In order to validate the reference point location and assuming a normal distribution in each measurement for all work points, Welch’s t-test was used to evaluate the null hypothesis, where the means of each corresponding measurement with the vision system and with the 3D scanner are equal. In this case, with different sample sizes for each measurement (1400 for the vision system and 700 for the 3D scanner), the Welch’s t-test was used in the unpaired form and for unequal variances.

Table 3. Welch’s t-test computed for measurements of width and height.

Wire Feed Rate (m/min)	Voltage (V)	Welch’s t-Test ($\mathbf{\left|}\mathit{t}\mathbf{\right|}$)
		Width	Height
3.9	21.0	1.1361	1.4677
4.5	23.0	2.2514	2.0040
4.5	19.0	2.2676	2.2807
6.0	23.8	2.3471	2.5113
6.0	21.0	2.2441	1.8011
6.0	18.2	1.0838	2.3702
7.5	23.0	2.4013	2.4802
7.5	19.0	1.8946	1.9353
8.1	21.0	0.6760	2.4637

shows the statistic $\left|t\right|$ of Welch’s t-test computed for measurements of width and height (Table 1 and Table 2).

With more than 600 degrees of freedom and with interest only in the null hypothesis, the statistic is compared with a threshold chosen in the two-tailed Student’s t-distribution table. Table 3 shows that the values calculated for the Welch’s t-test do not exceed the threshold of α = 0.01, which is 2.5758 (using population size ∞ in the Student’s t-distribution table). So, the null hypothesis is not rejected and the means are equals, which validate the measurement methodology. In addition, Table 3 shows that, in general, larger values of Welch’s t-test are related to larger values of voltage. This is because a thresholding technique is used in the image processing methodology and the results of this process depends directly on the quantity of light present in the scene, which has greater proportionality with the arc size. So, in order to improve the measurement technique and without modifying the image processing methodology, the employment of other optical filters is suggested. In this case, it can be suggested to use a neutral density filter (no less than 80% transmission) and a band-pass optical filter in the region of infrared radiation (instead of the long-pass optical filter), aiming to reduce brightness and noise in the scene without affecting the location of actual reference points.

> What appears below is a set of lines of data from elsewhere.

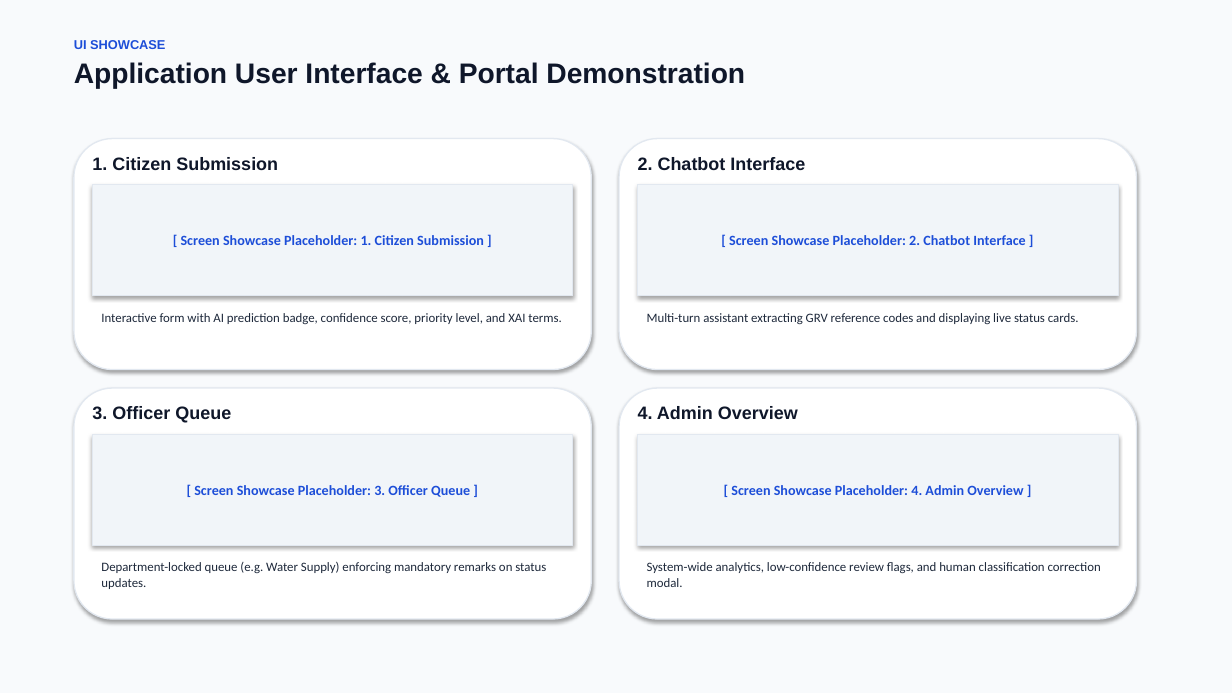
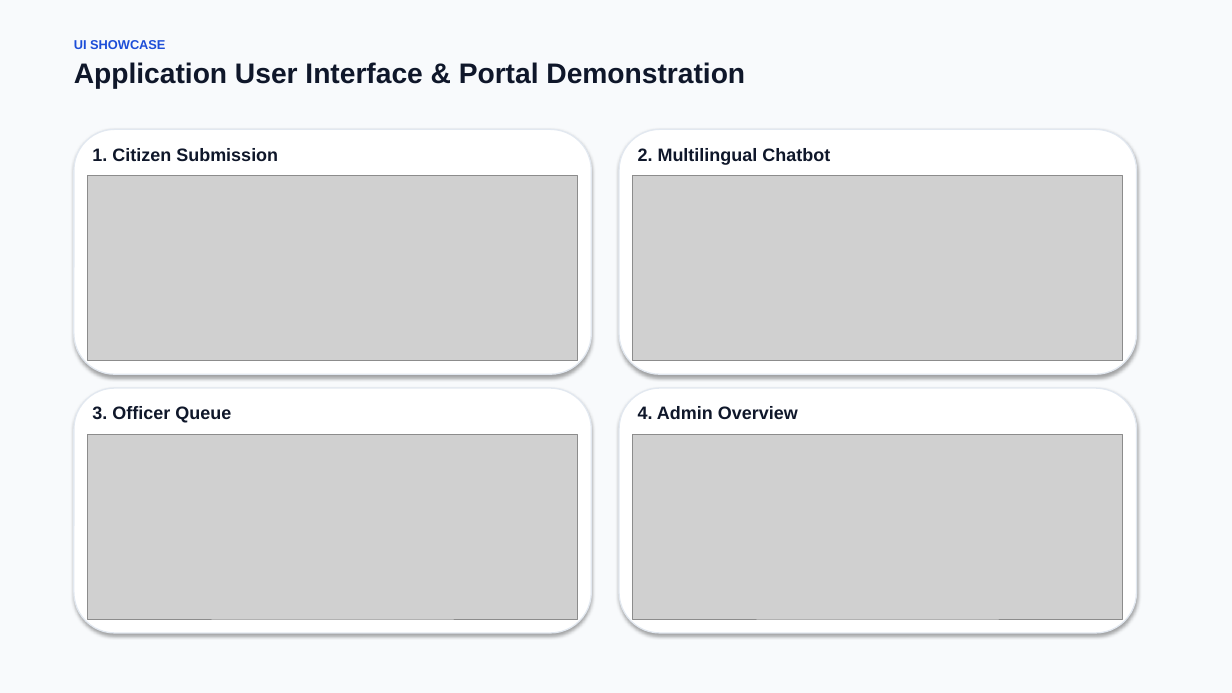
Before and after one commit to KANISH-850/intelligent-grievance-system, a slide deck: slide 13 of docs/presentation/final-project-presentation.pptx. Drawn at 1232x693 pixels with LibreOffice and Linux fonts; fonts in the diff are those of the drawing; grey boxes stand for pictures. Boxes give left, top, right and bottom in pixels: in the first picture for what was removed or moved away, otherwise in the second. Text is boxed around its words. In the diff, an @@ line names an element or a change of style, - is before the commit and + after.

```diff
--- a/docs/presentation/final-project-presentation.pptx
+++ b/docs/presentation/final-project-presentation.pptx
@@ rounded rectangle: place and size @@
-rounded rectangle at [74, 139, 592, 370]
+rounded rectangle at [74, 129, 592, 374]
@@ text "1. Citizen Submission": place and size @@
-text "1. Citizen Submission" at [92, 157, 278, 170]
+text "1. Citizen Submission" at [92, 148, 278, 161]
@@ rounded rectangle: place and size @@
-rounded rectangle at [619, 139, 1137, 370]
+rounded rectangle at [619, 129, 1137, 374]
@@ text at [638, 148, 830, 165]: text changed @@
-2. Chatbot Interface
+2. Multilingual Chatbot
@@ picture added at [88, 176, 578, 360] @@
@@ picture added at [633, 176, 1123, 360] @@
@@ rectangle removed at [92, 185, 573, 296] @@
-[ Screen Showcase Placeholder: 1. Citizen Submission ]
@@ rectangle removed at [638, 185, 1118, 296] @@
-[ Screen Showcase Placeholder: 2. Chatbot Interface ]
@@ text removed at [101, 313, 561, 324] @@
-Interactive form with AI prediction badge, confidence score, priority level, and XAI terms.
@@ text removed at [647, 313, 1079, 324] @@
-Multi-turn assistant extracting GRV reference codes and displaying live status cards.
@@ rounded rectangle: place and size @@
-rounded rectangle at [74, 388, 592, 619]
+rounded rectangle at [74, 388, 592, 633]
@@ rounded rectangle: place and size @@
-rounded rectangle at [619, 388, 1137, 619]
+rounded rectangle at [619, 388, 1137, 633]
@@ picture added at [88, 434, 578, 619] @@
@@ rectangle removed at [92, 434, 573, 545] @@
-[ Screen Showcase Placeholder: 3. Officer Queue ]
@@ picture added at [633, 434, 1123, 619] @@
@@ rectangle removed at [638, 434, 1118, 545] @@
-[ Screen Showcase Placeholder: 4. Admin Overview ]
@@ text removed at [101, 562, 546, 589] @@
-Department-locked queue (e.g. Water Supply) enforcing mandatory remarks on status updates.
@@ text removed at [647, 562, 1101, 587] @@
-System-wide analytics, low-confidence review flags, and human classification correction modal.
```
Also in this commit, not shown: 1 other slide changed, 6 other files.
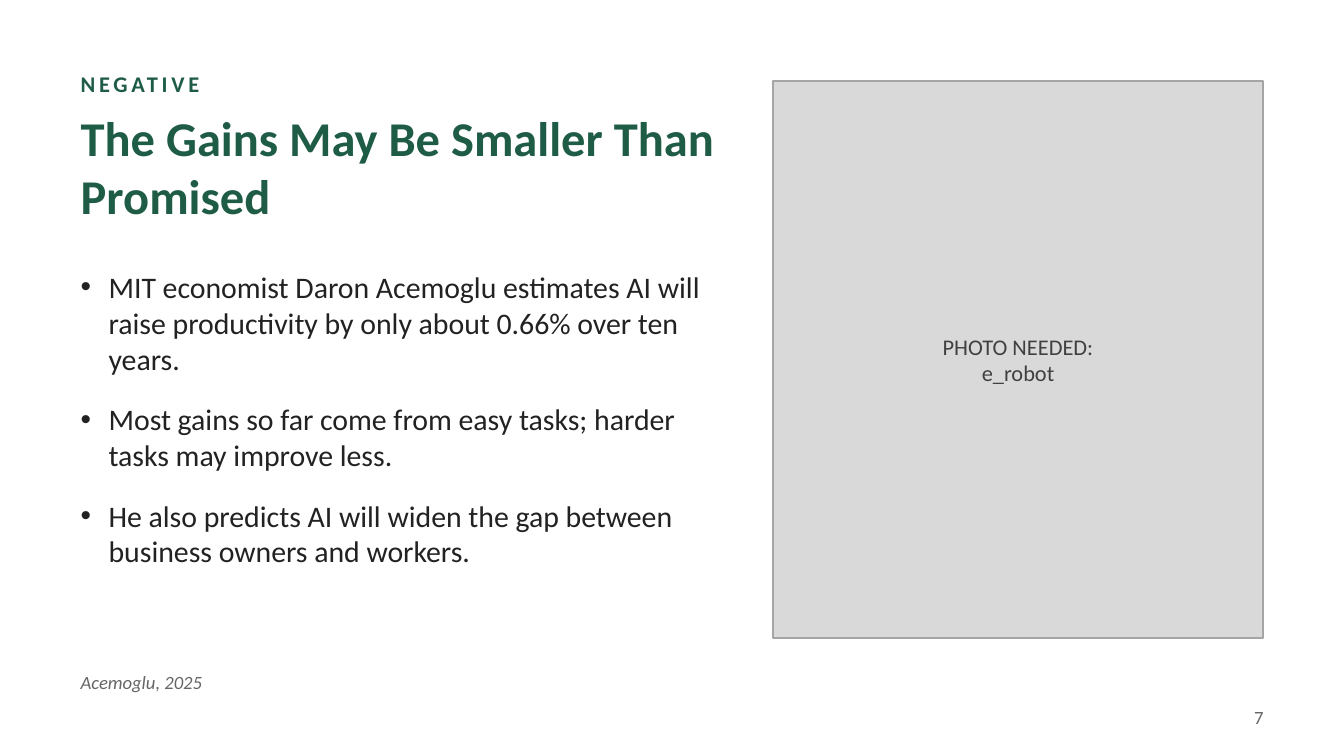
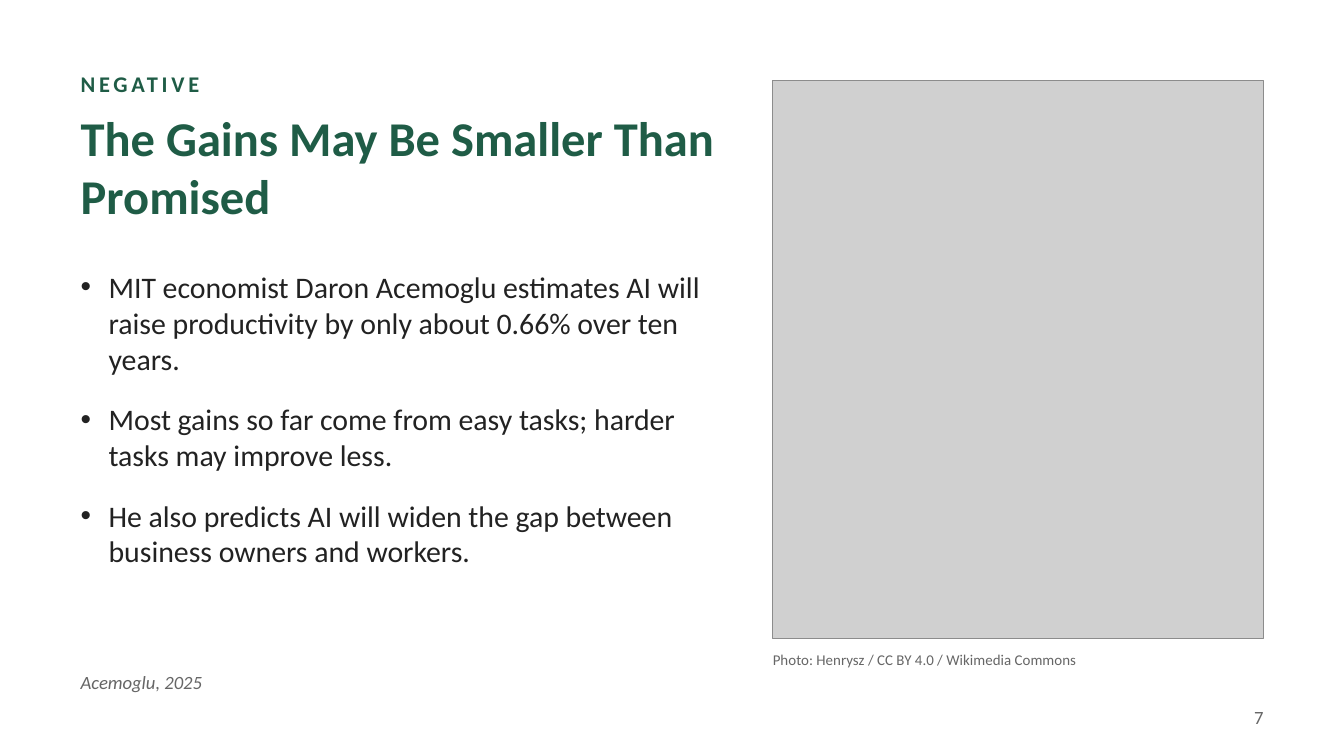
Before and after one commit to Hvdxx/academic-pptx-skill, a slide deck: slide 7 of presentations/AI_and_the_Economy.pptx. Drawn at 1344x756 pixels with LibreOffice and Linux fonts; fonts in the diff are those of the drawing; grey boxes stand for pictures. Boxes give left, top, right and bottom in pixels: in the first picture for what was removed or moved away, otherwise in the second. Text is boxed around its words. In the diff, an @@ line names an element or a change of style, - is before the commit and + after.

```diff
--- a/presentations/AI_and_the_Economy.pptx
+++ b/presentations/AI_and_the_Economy.pptx
@@ rectangle removed at (773,81,1263,638) @@
@@ picture added at (773,81,1263,638) @@
@@ text at (773,654,1076,668): text changed; size 12 to 8 pt; text colour #404040 to #666666 @@
-PHOTO NEEDED:
-e_robot
+Photo: Henrysz / CC BY 4.0 / Wikimedia Commons
```
Also in this commit, not shown: 4 other slides changed, 1 other file.
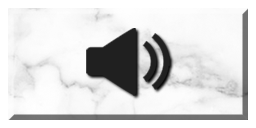
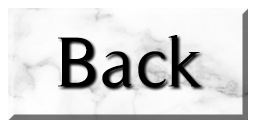
Layered file, before and after one edit (256px x 128px). Changes by layer:
hid "Layer 3" over [86, 28, 170, 96]
added layer "Back" above "Layer 1" over [58, 35, 202, 88]

Finally, Figure 17 plots the processing time for each image to obtain the width and height measurements with the work point of 21 V and 6 m/min. As shown in Figure 17, the processing time does not exceed 3 ms, this with a vision system built using C++ programming languages and a personal desktop computer with a 2.4 GHz processor and 3GB of RAM.

4. Conclusions

This paper proposes an approach for accomplishing real-time measurements of the weld bead width and height in GMAW processes by using a passive vision system and digital image processing techniques. From the results obtained from a comparison of the system using real-time data collected from different experimental work points with off-line 3D reconstruction of the weld beads, it is possible to conclude that the methodology proposed is efficient and it is ready to be used straightly in real-time control processes based on both the width and height of weld beads. Besides, the use of projective transformation mapping in the image calibration process allows the employment of a single camera without object occlusion, which is important to reduce processing time as well as to get a better setup in favor of industrial applications. Finally, the direct use of pixel positions and pixel binary values in the image processing methodology allows a shorter processing time, which is important in real-time applications that require additional processing, such as feedback control processes.